Published in final edited form as: Cephalalgia. 2010 Apr 7;31(1):6–12. doi: 10.1177/0333102410365108

Figure 2.

Figure 2

(A) Mean cold pain thresholds and (B) mean cold tolerance thresholds (with 95% confidence interval) by headache group and body region. The main effect of headache group was significant for cold pain (F(2,57)=7.40; P=0.001) and cold tolerance (F(2,57)=10.4; P<0.001). For cold pain, significant headache group pair-wise comparisons include EM (14.9°C) vs CTL (6.6°C; P=0.001); CM (11.7°C) vs CTL did not quite reach statistical significance (P=0.053).

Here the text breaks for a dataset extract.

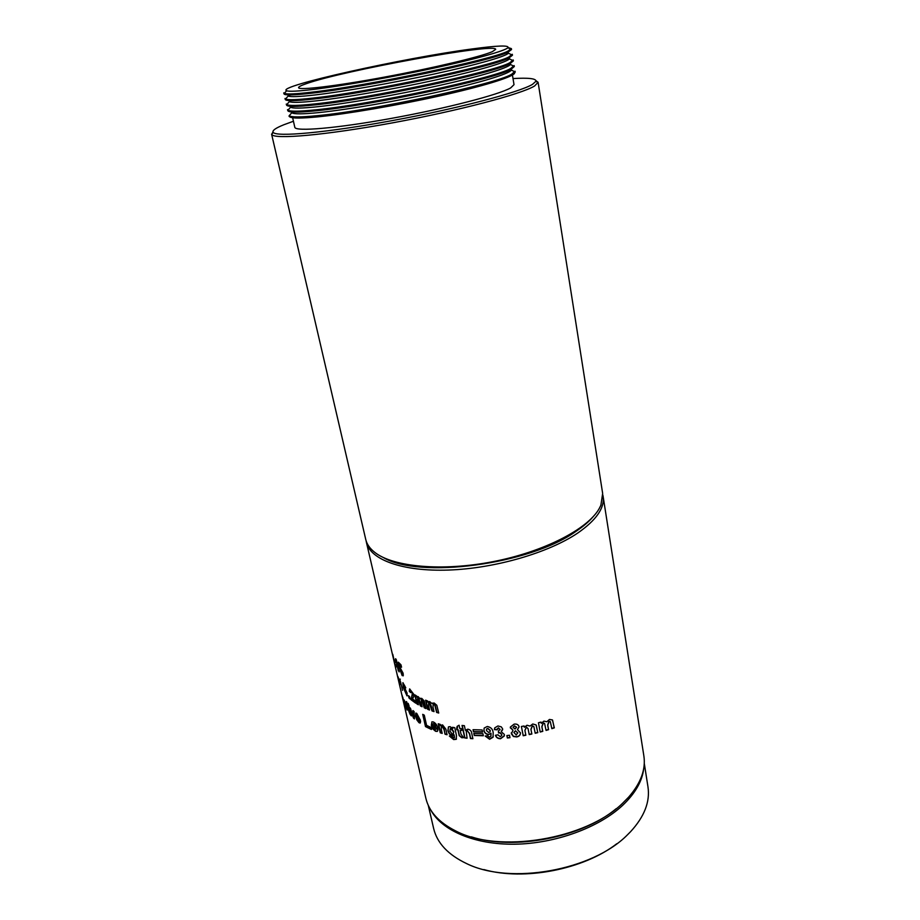 <?xml version="1.0" encoding="UTF-8"?>
<svg xmlns="http://www.w3.org/2000/svg" width="920" height="920" viewBox="0 0 920 920"><rect width="100%" height="100%" fill="white"/><g stroke="black" fill="none" stroke-linecap="round" stroke-linejoin="round"><path stroke-width="1.38" d="M643.724 768.453C642.344 781.034 635.294 793.35 622.587 805.414C598.747 827.689 555.335 843.594 514.901 844.203C474.433 844.801 441.554 830.449 430.698 809.864M616.779 843.744C583.591 869.492 524.297 881.015 483.874 869.584M428.272 805.345L433.642 828.483C437.126 843.111 448.143 854.818 466.681 863.627C510.186 885.155 592.537 870.469 627.486 834.796L630.487 831.783C644.391 816.672 650.21 801.688 647.967 786.83L644.276 763.358M290.133 117.058C292.721 118.45 301.806 118.392 317.377 116.897C346.242 114.068 396.474 105.512 439.162 96.037C481.907 86.549 511.382 77.498 514.521 73.439M317.009 116.679C298.919 118.404 289.593 118.22 289.018 116.127L289.179 115.736C291.237 117.3 300.449 117.3 316.791 115.713C371.484 110.802 496.363 84.007 511.647 74.255L515.062 71.219L515.212 72.162L511.796 75.21C496.535 85.02 371.703 111.826 317.009 116.679M289.294 115.598L290.639 114.068M514.912 71.852L511.37 70.069C509.312 73.772 480.964 82.501 438.989 91.827C397.084 101.142 347.277 109.698 318.745 112.596C302.829 114.183 293.848 114.229 291.789 112.757L289.179 115.736M291.525 112.493L292.399 112.033M315.721 110.825C297.631 112.642 288.305 112.562 287.753 110.572L287.546 109.641L287.96 110.181C290.122 111.619 299.31 111.504 315.514 109.848C370.231 104.662 495.351 77.947 510.703 68.505L514.142 65.596L514.291 66.539L510.864 69.471C495.512 78.959 370.449 105.685 315.721 110.825M288.098 110.032L289.305 108.663M513.958 66.251L510.404 64.469C508.081 68.034 479.55 76.613 437.563 85.87C395.634 95.128 345.943 103.718 317.469 106.743C301.691 108.387 292.733 108.537 290.582 107.191L287.96 110.181M290.352 107.007L291.651 106.363M314.445 104.96C296.332 106.87 287.017 106.881 286.499 104.995L286.281 104.063L286.752 104.604C289.006 105.903 298.172 105.696 314.226 103.983C368.978 98.486 494.327 71.852 509.76 62.755L513.222 59.95L513.371 60.892L509.921 63.71C494.5 72.864 369.184 99.521 314.445 104.96M286.902 104.443L287.96 103.224M512.992 60.628L509.438 58.845C506.839 62.284 478.135 70.713 436.137 79.902C394.185 89.079 344.609 97.704 316.181 100.866C300.553 102.58 291.617 102.821 289.374 101.614L286.752 104.604M289.202 101.499L290.996 100.659M313.156 99.073C295.044 101.062 285.729 101.177 285.223 99.406L285.016 98.474L285.545 99.015C287.891 100.176 297.022 99.866 312.938 98.084C367.712 92.299 493.304 65.745 508.817 56.971L512.302 54.291L512.452 55.234L508.978 57.937C493.476 66.757 367.919 93.334 313.156 99.073M285.695 98.831L286.626 97.773M512.014 54.993L508.461 53.187C505.597 56.511 476.709 64.791 434.688 73.91C392.725 83.018 343.263 91.678 314.904 94.978C299.414 96.749 290.502 97.094 288.167 96.013L285.545 99.015M288.063 95.956L290.455 94.909M511.382 48.611L511.531 49.553L508.024 52.141C492.441 60.639 366.654 87.124 311.857 93.162C293.733 95.254 284.441 95.462 283.958 93.794L283.751 92.862L284.326 93.391C286.764 94.426 295.872 94.024 311.638 92.172C366.447 86.089 492.28 59.616 507.863 51.175L511.382 48.611L508.058 47.564M284.487 93.219L285.28 92.299M313.375 89.435C297.976 91.275 289.064 91.712 286.637 90.746C274.953 86.526 404.489 57.822 471.822 48.99C497.467 45.517 509.496 45.103 507.909 47.736C504.781 50.945 475.628 59.11 433.447 68.206C391.31 77.291 341.78 86.008 313.375 89.435M383.306 557.509C418.956 579.128 529.862 564.569 576.207 531.197C583.314 526.424 588.949 521.594 593.124 516.729M271.584 134.113L365.757 539.499C366.85 544.226 369.851 548.515 374.762 552.368C393.173 566.996 442.152 571.584 492.993 561.672C543.846 551.816 587.523 529.218 599.115 508.76L600.886 505.264L602.657 493.453L538.108 82.305L534.601 85.974C521.467 94.104 458.678 110.722 392.138 122.923C325.565 135.182 274.252 139.633 271.768 134.515L272.93 131.824M293.445 121.245L283.969 124.706C275.712 128.006 272.101 130.548 273.136 132.296C275.655 137.252 326.301 132.756 391.92 120.669C457.504 108.629 519.443 92.31 532.507 84.364L535.992 81.213C536.176 78.534 528.517 77.648 513.015 78.568M492.361 51.658L495.684 49.358C496.248 42.573 342.355 70.702 306.199 83.72C301.012 85.502 298.471 86.825 298.586 87.676C298.609 90.528 335.351 86.215 384.18 77.153C432.952 68.137 480.999 56.695 492.361 51.658M292.652 117.748L294.803 127.282C295.101 131.813 336.306 128.398 390.988 118.462C445.613 108.571 498.778 94.771 510.692 87.895L514.015 84.663L512.44 75.026M616.135 808.726C581.739 837.533 514.038 850.689 471.35 836.866M366.424 542.397L425.868 798.272C429.007 811.555 438.886 822.411 455.48 830.829C498.421 853.875 586.017 839.511 622.782 803.068L628.601 797.18C640.837 783.15 645.92 769.396 643.862 755.895L603.117 496.397C604.796 507.874 596.356 520.076 577.806 533.002C548.607 552.805 494.845 568.457 448.638 570.055C402.362 571.699 370.185 559.647 366.424 542.397L366.148 540.937M400.384 670.714L401.626 673.474L401.994 672.209L399.315 668.357L398.303 662.158L400.993 664.815L401.546 667.219L399.659 665.401L399.97 667.402L403.098 673.198L403.293 675.464L402.143 675.579L400.384 670.714M398.303 670.783L396.267 662.032L395.784 662.561L395.243 660.192L395.6 658.697L396.255 659.594L399.119 671.922L396.267 662.032M396.072 666.954L395.519 664.608L396.382 666.862M392.782 654.338L395.036 664.516L392.782 654.338M427.489 700.913L427.765 702.144L429.651 701.546L432.009 703.616L434.056 702.96L436.804 705.249L438.736 713.034L436.62 712.425L434.849 705.341L433.849 704.547L433.182 704.57L433.032 707.204L434.01 711.608L432.009 710.93L429.306 703.053L428.662 703.018L428.547 705.582L429.536 710.033L427.65 709.285L425.603 700.178L427.489 700.913M416.323 695.738L416.599 696.946L418.094 696.567L420.095 698.82L421.762 698.383L424.143 700.879L426.052 708.619L424.269 707.813L421.647 699.901L421.084 702.397L422.073 706.767L420.405 705.904L417.875 697.992L417.381 700.361L418.381 704.777L416.841 703.857L414.782 694.83L416.323 695.738M413.701 694.186L413.678 696.808L412.482 698.924L415.207 700.798L415.748 703.168L411.102 699.798L412.332 693.553L411.102 691.334L410.653 692.587L409.296 691.357L409.63 688.896L413.701 694.186M408.986 697.981L410.182 699.039L409.641 696.681L408.445 695.635L408.986 697.981L408.94 696.072M404.765 687.044L403.661 684.882L403.903 687.677L404.604 687.7L407.123 693.22L406.985 695.865L403.213 687.344L402.891 682.674L405.777 687.872L404.225 684.882M402.534 690.38L400.545 681.743M398.498 680.11L400.327 684.56L398.728 680.041M397.681 676.556L399.498 680.995L397.9 676.499M541.029 722.085L541.27 723.327L543.915 721.119L546.813 721.751L549.47 719.452L552.425 719.923L554.323 727.858L551.839 728.663L550.321 721.728L549.079 721.464L547.768 725.213L548.596 729.675L546.066 730.422L544.594 723.534L543.294 723.178L541.926 726.823L542.777 731.342L540.201 732.021L538.453 722.775L541.029 722.085M524.043 725.995L524.285 727.237L527.01 725.247L530 726.075L532.76 723.994L536.049 724.902L537.809 732.63L535.21 733.251L533.876 726.731L532.346 725.96L530.99 729.56L531.852 734.022L529.23 734.574L528.045 728.594L526.366 727.237L524.917 730.48L525.849 735.241L523.204 735.735L521.398 726.49L524.043 725.995M510.381 727.973L510.324 727.087L514.096 724.155C516.707 723.764 518.374 724.603 519.087 726.673L517.442 729.606L520.467 732.906C520.478 735.091 519.225 736.448 516.707 736.954L513.394 736.494L511.336 733.769L513.015 730.261L510.324 727.133M507.357 737.978L509.99 737.679L509.507 735.264L506.874 735.551L507.357 737.978L506.943 735.54M497.95 734.838L500.216 736.644L501.664 735.529L501.676 734.505L499.594 732.757L498.525 733.01L498.387 731.032L500.054 729.307L498.387 728.065L497.11 729.801L494.419 729.606L494.707 727.893L497.927 725.96L501.25 726.846L502.642 728.87L501.204 731.699L504.332 734.424L504.321 735.954L500.583 738.748C497.938 738.725 496.213 737.575 495.397 735.287L497.95 734.838M487.692 735.735L489.532 737.161L490.831 736.345L490.935 733.47L488.669 734.585C486.07 734.309 484.472 733.01 483.897 730.664L484.219 728.019L487.266 726.49C490.866 727.145 492.832 729.203 493.178 732.654L493.062 737.219L489.612 739.266L485.197 736.034L487.692 735.735M474.26 735.471L483.333 735.758L482.897 733.665L473.811 733.389L474.26 735.471L474.007 733.401M473.478 731.779L482.563 732.056L482.126 729.951L473.029 729.686L473.478 731.779L473.225 729.698M467.061 738.208L464.715 737.955L462.024 725.443L464.381 725.696L465.359 730.273L467.82 729.169C470.223 729.663 471.534 731.067 471.753 733.378L472.88 738.714L470.465 738.53L469.43 733.677L467.394 730.871L466.233 731.193L467.061 738.208M457.102 726.363L459.08 725.236L459.77 728.456L461.426 728.663L461.805 730.434L460.149 730.216L461 734.137L463.519 737.656L461.748 737.725L459.183 735.655L457.872 729.894L456.734 729.709L457.102 726.363M451.766 736.586L454.365 737.736L454.192 734.873L452.042 735.896L449.236 733.815L447.867 730.63L448.523 726.869L450.098 726.662L452.812 728.548L452.548 727.294L454.756 727.685L456.504 735.747L456.193 739.335L453.629 739.553L449.328 736.011L451.766 736.586M445.038 734.206L444.015 729.571L442.163 726.42L441.381 726.455L441.278 729.284L442.198 733.401L440.254 732.792L438.242 723.764L440.185 724.362L440.473 725.661L442.543 724.88L445.855 729.146L447.085 734.746L445.038 734.206L444.268 729.365L442.416 726.202L441.404 726.443M438.058 729.732L437.218 731.411L435.585 731.308L432.63 728.766L431.284 725.431L431.928 721.844L433.331 721.935C435.85 723.246 437.368 725.443 437.909 728.513L433.182 726.788L435.194 729.583L436.114 728.755L438.058 729.732M425.488 726.593L431.411 729.48L430.951 727.432L426.592 725.374L424.281 715.162L422.717 714.345L425.488 726.593L423.119 714.564M420.624 721.556L420.026 723.062L418.979 722.683L416.772 719.796L415.61 716.404L415.863 713.069L416.76 713.402L420.44 720.371L417.001 718.002L418.588 720.969L419.175 720.337L420.624 721.556M413.448 718.014L414.425 718.911L414.103 711.528L412.93 710.539L413.275 715.645L409.86 707.641L413.448 718.014L410.481 708.273M410.423 714.828L411.366 715.898L409.331 707.089L408.388 706.031L410.423 714.828L408.928 706.629M408.112 704.789L409.055 705.847L408.169 703.374M406.042 701.856L406.548 701.557L407.882 705.421L409.94 714.127L406.433 704.697L406.559 701.626M405.628 704.248L407.065 710.079L404.455 702.926L404.075 699.901L405.996 704.122M404.547 704.076L402.017 695.071L404.547 704.076M602.83 494.925L603.117 496.397M402.638 697.325L403.489 700.384L402.799 697.291M407.226 709.78L406.329 707.997M404.65 702.04L404.34 700.2M406.41 701.73L406.433 703.558M409.779 713.563L406.433 704.697M406.801 704.57L406.559 703.512M413.275 715.645L413.298 710.861M414.402 718.417L413.793 717.853M420.325 722.89L417.105 719.624L415.921 713.069M420.336 719.911L417.001 718.002M418.738 718.06L416.702 716.611L417.209 715.162L419.072 717.887L416.967 715.035M431.33 729.111L425.799 726.409M437.552 731.17L435.861 731.112L432.917 728.559L431.572 725.224L431.871 721.866M437.839 728.18L433.182 726.788M435.712 726.432L432.894 725.374L432.929 723.913L433.803 723.706L435.988 726.236L434.091 723.499L433.262 723.649M442.129 733.091L440.519 732.584L438.575 723.867M440.473 725.661L441.048 725.006M447.016 734.447L445.291 733.999M454.526 737.564L454.192 734.873M453.905 735.298L452.272 735.667L449.466 733.596L448.097 730.411L448.419 726.949M452.812 728.548L452.824 727.352M456.458 739.059L453.847 739.323L449.569 735.839M453.387 733.907L453.744 731.572L451.294 728.318L450.271 728.651L449.96 731.02L452.295 734.275L453.157 734.137L453.525 731.803L450.501 728.433M457.32 726.236L457.481 728.122M463.461 737.483L461.932 737.495L459.39 735.436L458.068 729.663L456.734 729.709M456.941 729.491L456.619 727.996M461.748 730.169L460.149 730.216M467.003 737.955L464.715 737.955M472.834 738.461L470.626 738.3L469.591 733.447L467.394 730.871M467.555 730.63L466.221 731.204M464.899 737.725L462.265 725.477M482.505 731.814L473.616 731.549M483.287 735.517L474.398 735.241M490.947 736.046L491.015 733.24L488.761 734.356C486.162 734.079 484.575 732.769 484.012 730.422L484.104 728.226M493.246 736.713L489.704 739.024L485.392 736.011M490.153 731.492L490.222 730.376L487.841 728.364L486.611 728.973L486.427 730.537L488.692 732.481L490.061 731.745L490.141 730.606L487.749 728.606L486.611 728.973M501.722 735.264L501.722 734.263L499.652 732.515L498.571 732.78L498.456 731.032M500.077 729.824L498.433 727.835L497.191 728.962M497.099 729.571L494.488 729.365L494.626 728.099M502.676 729.64L501.204 731.699M504.39 735.563L500.641 738.507C498.088 738.507 496.397 737.414 495.546 735.264M509.944 737.46L507.38 737.736M519.11 726.846L517.442 729.606M520.467 732.906L520.444 732.688C520.455 734.873 519.213 736.218 516.695 736.724L513.394 736.264L511.278 732.814M513.015 730.261L510.381 727.743M517.776 733.044L515.43 730.756L513.9 732.446L516.281 735.022L517.73 732.654L515.441 730.974L513.9 732.446M516.499 727.501L514.498 725.869L513.038 727.363M516.465 727.064L514.498 726.098L513.038 727.409L515.05 729.031L516.476 727.283M536.303 725.362L537.717 732.412L535.164 733.033M533.795 726.524L532.278 725.742L530.932 729.341L531.783 733.792L529.184 734.356M528.057 728.64L526.32 727.007L524.906 730.434M525.803 735.022L523.181 735.505L521.41 726.478M540.971 722.108L541.27 723.327M552.54 720.061L554.185 727.662L551.793 728.444M550.125 721.452L548.941 721.269L547.641 725.006L548.481 729.468L546.02 730.192M544.479 723.327L543.191 722.97L541.822 726.616L542.673 731.124L540.166 731.803M397.336 675.303L396.405 671.393M397.992 678.212L397.302 675.314M399.084 679.213L398.762 678.431M399.912 682.778L399.602 682.03M400.464 682.065L399.935 679.811M399.774 679.857L400.315 679.121M407.238 695.704L403.581 687.206L403.017 682.697M406.157 693.507L406.433 692.105L404.903 689.241M406.433 692.105L404.627 689.356L405.812 693.358L406.065 692.254M410.055 698.464L409.342 697.831M410.561 692.047L409.296 691.357M409.641 691.196L409.676 688.884M415.644 702.707L411.447 699.637L412.666 693.381L411.102 691.334M416.599 696.946L417.185 696.382M420.095 698.82L420.704 698.245M425.971 708.25L424.568 707.63L422.82 700.58L421.233 699.821M421.992 706.376L420.728 705.72L419.6 700.741L418.197 697.808L417.496 697.877M418.278 704.352L417.174 703.673L415.207 695.083M427.765 702.144L428.375 701.534M432.009 703.616L432.584 703.053M438.667 712.724L436.885 712.218L435.114 705.134L433.447 704.363M433.941 711.286L432.285 710.734L431.158 705.709L429.594 702.857L428.72 703.006M429.467 709.688L427.949 709.09L425.971 700.327M392.472 654.166L394.427 662.158L392.472 654.166M396.163 662.423L395.623 660.123M395.473 660.169L396.037 659.295M402.051 673.635L402.35 672.06L400.717 669.15M400.43 669.254L398.774 662.664M401.407 666.609L399.659 665.401M403.144 675.878L400.142 670.519M512.141 65.343L513.774 66.159M509.105 64.089L510.554 64.204M511.347 59.8L512.785 60.536M507.575 58.558L509.565 58.661M510.554 54.245L511.807 54.889M505.919 53.026L508.53 53.107M509.737 48.668L510.83 49.22M536.003 80.684L538.108 82.305M512.934 70.863L514.751 71.771M510.531 69.632L511.52 69.736M286.637 90.746L284.326 93.391M273.136 132.296L271.768 134.515M397.129 674.578L397.405 675.763M535.992 81.213L538.085 82.754M507.909 47.736L511.037 49.323"/></g></svg>
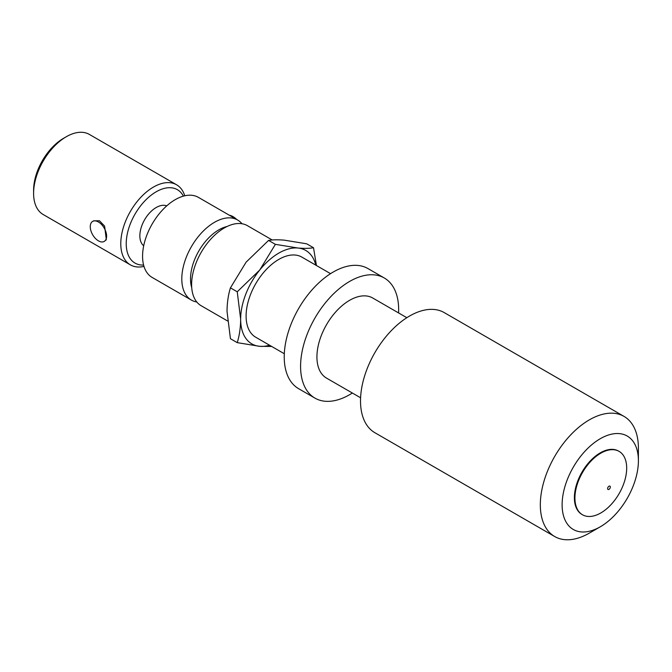 <?xml version="1.0" encoding="UTF-8"?>
<svg xmlns="http://www.w3.org/2000/svg" width="672" height="672" viewBox="0 0 672 672"><rect width="100%" height="100%" fill="white"/><g stroke="black" fill="none" stroke-linecap="round" stroke-linejoin="round"><path stroke-width="1.01" d="M236.662 219.45A15.414 8.896 -120 0 0 229.387 215.25M196.812 302.005A46.234 26.695 -60 0 1 191.377 300.082L152.149 277.435A46.234 26.695 -60 0 1 142.573 256.267A46.234 26.695 -60 0 1 162.75 209.74A46.234 26.695 -60 0 1 198.383 197.358L237.611 220.004A46.234 26.695 -60 0 1 241.987 223.751M191.377 300.082A46.234 26.695 -60 0 1 181.801 278.922A46.234 26.695 -60 0 1 201.986 232.394A46.234 26.695 -60 0 1 237.611 220.004M227.018 226.514A40.068 23.134 120 0 0 190.52 278.922A40.068 23.134 120 0 0 191.722 287.658M143.707 245.767A23.117 13.348 -60 0 1 141.372 226.993A23.117 13.348 -60 0 1 156.198 207.514A23.117 13.348 -60 0 1 166.74 205.876M183.389 196.14A42.378 24.469 120 0 0 156.198 191.78A42.378 24.469 120 0 0 126.932 235.83A42.378 24.469 120 0 0 143.598 265.054M143.984 266.414A46.234 26.695 -60 0 1 130.351 264.852A46.234 26.695 -60 0 1 123.27 227.8A46.234 26.695 -60 0 1 153.468 187.06A46.234 26.695 -60 0 1 176.585 184.775A46.234 26.695 -60 0 1 184.758 195.787M176.585 184.775L89.41 134.442A46.234 26.695 120 0 0 66.293 136.727L66.293 136.727A46.234 26.695 120 0 0 33.6 193.351A46.234 26.695 120 0 0 43.176 214.519L130.351 264.852M63.571 138.306L66.293 136.727L63.571 138.306A42.378 24.469 -60 0 0 33.6 190.21L33.6 193.351M104.219 241.424L106.319 239.761L104.614 226.12L99.481 220.777L93.719 220.794L92.66 221.407A11.558 6.67 60 0 1 103.412 226.8A11.558 6.67 60 0 1 105.521 240.223A11.558 6.67 60 0 1 104.219 241.424A11.558 6.67 60 0 1 93.467 236.032A11.558 6.67 60 0 1 91.358 222.608A11.558 6.67 60 0 1 92.66 221.407M272.219 239.988L247.422 225.666A46.234 26.695 120 0 0 224.305 227.959A46.234 26.695 120 0 0 194.099 268.699A46.234 26.695 120 0 0 201.188 305.743L227.514 320.947M306.718 243.818L313.522 247.75C309.481 248.455 304.256 248.539 297.856 248.01L275.386 244.339L268.573 240.408C272.622 239.711 277.838 239.618 284.239 240.148L306.718 243.818M316.436 265.516L313.522 247.75M268.573 240.408L246.095 262.172L230.437 287.86L237.241 291.791L259.72 270.035L275.386 244.339M230.437 287.86C228.262 294.832 227.128 302.652 227.027 311.321L230.437 338.713L237.241 342.644C239.425 335.572 240.568 327.751 240.652 319.183L237.241 291.791M315.798 265.146A53.936 31.139 120 0 0 297.856 248.01A53.936 31.139 120 0 0 259.72 270.035A53.936 31.139 120 0 0 240.652 319.183A53.936 31.139 120 0 0 259.72 346.315A53.936 31.139 120 0 0 269.564 345.223M237.241 342.644L259.72 346.315L271.74 346.475M284.315 353.741L255.671 337.201A46.234 26.695 -60 0 1 248.59 300.157A46.234 26.695 -60 0 1 278.788 259.417A46.234 26.695 -60 0 1 301.904 257.124L330.548 273.664M398.58 312.942A69.35 40.043 120 0 0 384.3 277.998L367.954 268.565A69.35 40.043 120 0 0 333.278 272A69.35 40.043 120 0 0 287.969 333.11A69.35 40.043 120 0 0 298.603 388.676L314.95 398.118A69.35 40.043 120 0 0 349.625 394.682A69.35 40.043 120 0 0 352.346 393.019M384.3 277.998A69.35 40.043 120 0 0 349.625 281.434A69.35 40.043 120 0 0 304.315 342.544A69.35 40.043 120 0 0 314.95 398.118M406.829 317.696L372.742 298.015A46.234 26.695 120 0 0 349.625 300.308A46.234 26.695 120 0 0 319.418 341.048A46.234 26.695 120 0 0 326.508 378.101L360.595 397.782M554.686 536.533L374.884 432.718A69.35 40.043 -60 0 1 364.249 377.152A69.35 40.043 -60 0 1 409.559 316.033A69.35 40.043 -60 0 1 444.234 312.606L624.036 416.413A69.35 40.043 -60 0 1 638.4 448.157L638.4 460.74A53.936 31.139 120 0 0 600.256 438.724A53.936 31.139 120 0 0 562.12 504.781A53.936 31.139 120 0 0 600.256 526.806L589.361 533.098A69.35 40.043 -60 0 1 554.686 536.533A69.35 40.043 -60 0 1 544.06 480.959A69.35 40.043 -60 0 1 589.361 419.849A69.35 40.043 -60 0 1 624.036 416.413M618.828 451.223A36.599 21.134 120 0 0 618.559 451.063A36.599 21.134 120 0 0 600.256 452.878A36.599 21.134 120 0 0 576.349 485.134A36.599 21.134 120 0 0 581.96 514.458A36.599 21.134 120 0 0 582.229 514.618M589.361 533.098L600.264 526.806A53.936 31.139 120 0 0 600.264 526.806A53.936 31.139 120 0 0 638.4 460.74M600.802 453.188A36.599 21.134 120 0 0 576.895 485.444A36.599 21.134 120 0 0 582.506 514.777A36.599 21.134 120 0 0 600.802 512.963A36.599 21.134 120 0 0 624.716 480.707A36.599 21.134 120 0 0 619.105 451.382A36.599 21.134 120 0 0 600.802 453.188M608.975 486.226A1.924 1.109 120 0 0 607.614 488.586A1.924 1.109 120 0 0 608.975 489.367A1.924 1.109 120 0 0 610.336 487.007A1.924 1.109 120 0 0 608.975 486.226M582.506 514.777L581.96 514.458M619.105 451.382L618.559 451.063"/></g></svg>

For cold tolerance, CM (10.5°C) vs CTL (4.0°C) was only significant in the head region (P=0.007). EM (head 12.2°C, arm 3.7°C) differed from CTL (head 4.0°C, arm 0.2°C) in both the head (P<0.001) and arm (P=0.023). The main effect of body region (head vs arm) was significant for cold pain (F(1,57)=105.7; P<0.001; mean difference 7.7°C) and cold tolerance (F(1,57)=177.3; P<0.001; mean difference 7.1°C). The interaction of headache group and region was not significant for cold pain (F(2,57)=0.34; P=0.711) but was significant for cold tolerance (F(2,57)=9.4; P<0.001).